This week I tracked my interactions with others from the course on our blogs. I chose the visualisation to represent a sort of network as this is what came to mind when thinking about engaging with others in a community. As in previous weeks, there are variables that, in hindsight, I could have included which may have provided a more detailed picture. For example, I could have tracked the type of comment (general or question) or all interactions between the other course students. On reflection, however, I’m not sure it would have given me any more insight.
I consider myself as more of a lurker so engaging with others doesn’t come naturally. I wanted to see, however, whether my efforts to communicate with others would be rewarded with a higher level of engagement in general. My visualisation shows that the majority of comments was initiated by me and that I only received a response on around half of my comments. While we could draw conclusions from this, we need to consider that there are many variables that can’t be tracked. The data don’t give much away in terms of why my visualisation looks like this. Perhaps my comments weren’t very thought-provoking, maybe people hadn’t had the chance to look at their blogs during the week or maybe we can only achieve high engagement if participation is assessed. Likewise, when it comes to learning analytics systems, it should be considered that the use of digital data ‘relies on making a number of assumptions that do not necessarily reflect the complexities of social life’ (Selwyn 2015, p. 75). What came to mind when thinking about my data and my learning, was the concept of communities of practice by Wenger-Trayner & Wenger-Trayner (2011) which to them ‘reflects the fundamentally social nature of human learning’. According to them:
Communities of practice are groups of people who share a concern or a passion for something they do and learn how to do it better as they interact regularly.’
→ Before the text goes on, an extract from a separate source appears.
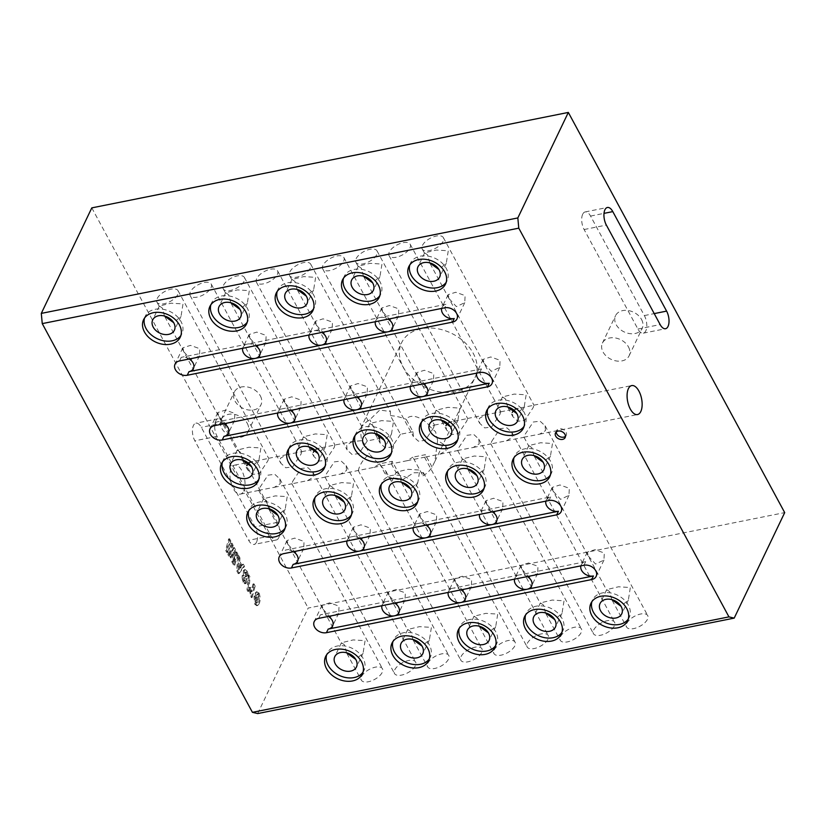 <?xml version="1.0" encoding="UTF-8"?>
<svg xmlns="http://www.w3.org/2000/svg" width="826" height="826" viewBox="0 0 826 826"><rect width="100%" height="100%" fill="white"/><g stroke="black" fill="none" stroke-linecap="round" stroke-linejoin="round"><path stroke-width="0.62" stroke-dasharray="4.13 3.1" d="M522.084 569.475L529.27 577.353L537.654 573.358L537.974 566.295L528.619 562.971L520.989 565.376L522.084 569.475M455.766 582.764L462.952 590.631L471.336 586.636L471.656 579.584L462.302 576.249L454.672 578.665L455.766 582.764M389.449 596.052L396.635 603.92L405.019 599.924L405.339 592.861L395.984 589.537L388.354 591.953L389.449 596.052M487.092 504.758L494.278 512.636L502.662 508.64L502.982 501.578L493.628 498.254L485.998 500.67L487.092 504.758M420.775 518.047L427.961 525.914L436.345 521.929L436.665 514.866L427.31 511.542L419.68 513.948L420.775 518.047M354.457 531.335L361.643 539.202L370.027 535.207L370.347 528.155L360.993 524.82L353.363 527.236L354.457 531.335M316.575 325.33L323.761 333.208L332.145 329.213L332.465 322.15L323.111 318.826L315.48 321.242L316.575 325.33M250.257 338.619L257.444 346.486L265.827 342.491L266.148 335.439L256.793 332.104L249.163 334.52L250.257 338.619M382.892 312.052L390.079 319.92L398.462 315.924L398.782 308.862L389.428 305.537L381.798 307.953L382.892 312.052M285.249 403.336L292.435 411.203L300.819 407.208L301.139 400.156L291.785 396.821L284.154 399.237L285.249 403.336M417.884 376.759L425.07 384.637L433.454 380.641L433.774 373.579L424.419 370.255L416.789 372.671L417.884 376.759M351.566 390.048L358.752 397.915L367.136 393.93L367.456 386.867L358.102 383.543L350.472 385.949L351.566 390.048M301.005 454.197L301.696 451.688L286.24 454.785L280.355 458.337L280.757 463.159L285.755 467.764L292.6 466.927L301.005 454.197M211.012 287.758A12.008 5.668 -28.4 0 0 211.239 284.113A12.008 5.668 -28.4 0 0 201.1 283.421A12.008 5.668 -28.4 0 0 190.362 291.898A12.008 5.668 -28.4 0 0 190.125 295.532A12.008 5.668 -28.4 0 0 200.274 296.235A12.008 5.668 -28.4 0 0 211.012 287.758M394.735 669.876A12.008 5.668 151.6 0 1 405.473 661.399A12.008 5.668 151.6 0 1 415.623 662.101A12.008 5.668 151.6 0 1 415.385 665.746A12.008 5.668 151.6 0 1 404.647 674.212A12.008 5.668 151.6 0 1 394.498 673.52A12.008 5.668 151.6 0 1 394.735 669.876M292.745 481.248L301.118 468.528L307.964 467.681L312.982 472.286L313.384 477.108L307.499 480.66L292.043 483.757L292.745 481.248M314.923 449.974L319.404 448.136L352.557 441.497L362.046 440.64C359.011 432.576 363.254 421.58 360.621 428.529L401.601 342.707A40.629 30.025 25.6 0 1 436.045 328.49A40.629 30.025 25.6 0 1 473.195 353.249A40.629 30.025 25.6 0 1 474.898 377.792A40.629 30.025 25.6 0 1 440.454 391.999A40.629 30.025 25.6 0 1 403.305 367.25A40.629 30.025 25.6 0 1 401.601 342.707M352.557 441.497L346.672 445.049L347.075 449.881L352.072 454.476L358.918 453.639L367.322 440.919L379.826 438.41M277.329 274.469A12.008 5.668 -28.4 0 0 277.557 270.835A12.008 5.668 -28.4 0 0 267.418 270.133A12.008 5.668 -28.4 0 0 256.679 278.61A12.008 5.668 -28.4 0 0 256.442 282.255A12.008 5.668 -28.4 0 0 266.591 282.946A12.008 5.668 -28.4 0 0 277.329 274.469M401.302 482.157L399.185 474.207L392.216 461.321L379.702 463.82L373.817 467.382L358.36 470.469L359.052 467.96C361.086 462.601 364.514 457.976 369.325 454.104L385.897 471.192L386.403 476.21A40.629 30.025 25.6 0 0 402.293 479.958L413.723 472.782L423.408 472.606L422.943 475.817L419.835 470.066L417.842 482.518L410.512 488.816M461.053 656.598A12.008 5.668 151.6 0 1 471.791 648.121A12.008 5.668 151.6 0 1 481.94 648.813A12.008 5.668 151.6 0 1 481.703 652.457A12.008 5.668 151.6 0 1 470.965 660.934A12.008 5.668 151.6 0 1 460.815 660.232A12.008 5.668 151.6 0 1 461.053 656.598M433.64 427.631L434.331 425.122L430.315 426.959C425.359 419.309 411.193 411.957 406.289 419.381L412.99 431.771L413.392 436.593L418.39 441.187L425.235 440.361L433.64 427.631M343.647 261.192A12.008 5.668 -28.4 0 0 343.874 257.547A12.008 5.668 -28.4 0 0 333.735 256.855A12.008 5.668 -28.4 0 0 322.997 265.322A12.008 5.668 -28.4 0 0 322.76 268.966A12.008 5.668 -28.4 0 0 332.909 269.668A12.008 5.668 -28.4 0 0 343.647 261.192M422.943 475.817A40.629 30.025 25.6 0 0 432.07 467.062L434.91 461.352L437.604 440.434L445.617 445.71L446.019 450.542L440.134 454.094L424.678 457.191L425.369 454.672L412.866 457.181L419.835 470.066L407.961 469.323L396.191 472.152L389.552 486.029M527.37 643.309A12.008 5.668 151.6 0 1 538.108 634.833A12.008 5.668 151.6 0 1 548.257 635.535A12.008 5.668 151.6 0 1 548.02 639.169A12.008 5.668 151.6 0 1 537.282 647.646A12.008 5.668 151.6 0 1 527.133 646.954A12.008 5.668 151.6 0 1 527.37 643.309M499.957 414.342L500.649 411.833L485.192 414.931L479.307 418.483L479.71 423.304L484.707 427.909L491.553 427.073L499.957 414.342M409.964 247.903A12.008 5.668 -28.4 0 0 410.192 244.259A12.008 5.668 -28.4 0 0 400.052 243.567A12.008 5.668 -28.4 0 0 389.314 252.044A12.008 5.668 -28.4 0 0 389.077 255.678A12.008 5.668 -28.4 0 0 399.226 256.38A12.008 5.668 -28.4 0 0 409.964 247.903M593.688 630.021A12.008 5.668 151.6 0 1 604.425 621.544A12.008 5.668 151.6 0 1 614.565 622.246A12.008 5.668 151.6 0 1 614.337 625.891A12.008 5.668 151.6 0 1 603.6 634.368A12.008 5.668 151.6 0 1 593.45 633.666A12.008 5.668 151.6 0 1 593.688 630.021M491.687 441.394L500.071 428.684L506.916 427.827L511.934 432.432L512.337 437.253L506.452 440.805L490.995 443.903L491.687 441.394M218.931 416.614L226.118 424.492L234.501 420.496L234.821 413.434L225.467 410.109L217.837 412.525L218.931 416.614M484.201 363.481L491.387 371.349L499.771 367.353L500.091 360.301L490.737 356.966L483.107 359.382L484.201 363.481M183.94 351.907L191.126 359.775L199.51 355.779L199.83 348.717L190.476 345.392L182.845 347.808L183.94 351.907M449.21 298.764L456.396 306.632L464.78 302.636L465.1 295.584L455.745 292.259L448.115 294.665L449.21 298.764M288.14 544.613L295.326 552.491L303.71 548.495L304.03 541.433L294.675 538.108L287.045 540.524L288.14 544.613M553.41 491.48L560.596 499.348L568.98 495.352L569.3 488.3L559.945 484.965L552.315 487.381L553.41 491.48M323.131 609.33L330.317 617.198L338.701 613.212L339.021 606.15L329.667 602.825L322.037 605.231L323.131 609.33M588.401 556.197L595.587 564.065L603.971 560.069L604.291 553.007L594.937 549.682L587.307 552.098L588.401 556.197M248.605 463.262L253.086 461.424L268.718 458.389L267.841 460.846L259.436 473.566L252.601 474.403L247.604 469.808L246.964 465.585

(Wenger-Trayner & Wenger-Trayner, 2015)
Does my picture show an ideal community of practice? Perhaps not. What the visualisation doesn’t show, however, is what I have learnt by simply reading the other blogs. I might have not achieved the engagement I initially expected but I still feel that the exercise was beneficial to my learning.
References
Neil Selwyn (2015). Data entry: towards the critical study of digital data and education. Learning, Media and Technology, 40:1, 64-82.
Wenger-Trayner, E. and Wenger-Trayner, B. (2015). Introduction to Communities of Practice. Available at: https://wenger-trayner.com/introduction-to-communities-of-practice/. (Accessed 13 February 2021).
Wenger-Trayner, E. and Wenger-Trayner, B. (2011). What is a community of practice? Available at: https://wenger-trayner.com/resources/what-is-a-community-of-practice/ (Accessed 13 February 2021).
Another simple but effective dataviz and good set of comments. I wonder if you might think further about your note on communities of practice. This concept has been highly powerful in education for many years. I wonder if tracking students in quite individualized ways, through ‘learning analytics’, runs quite counter to the idea that learning is embedded in and practiced through social collectives?
Hi Susanne,
Nerd that I am, I am keeping a record of whose blog I comment on. This is just because I know I cannot comment on every post every week, so I try to comment on a different set of blogs each week.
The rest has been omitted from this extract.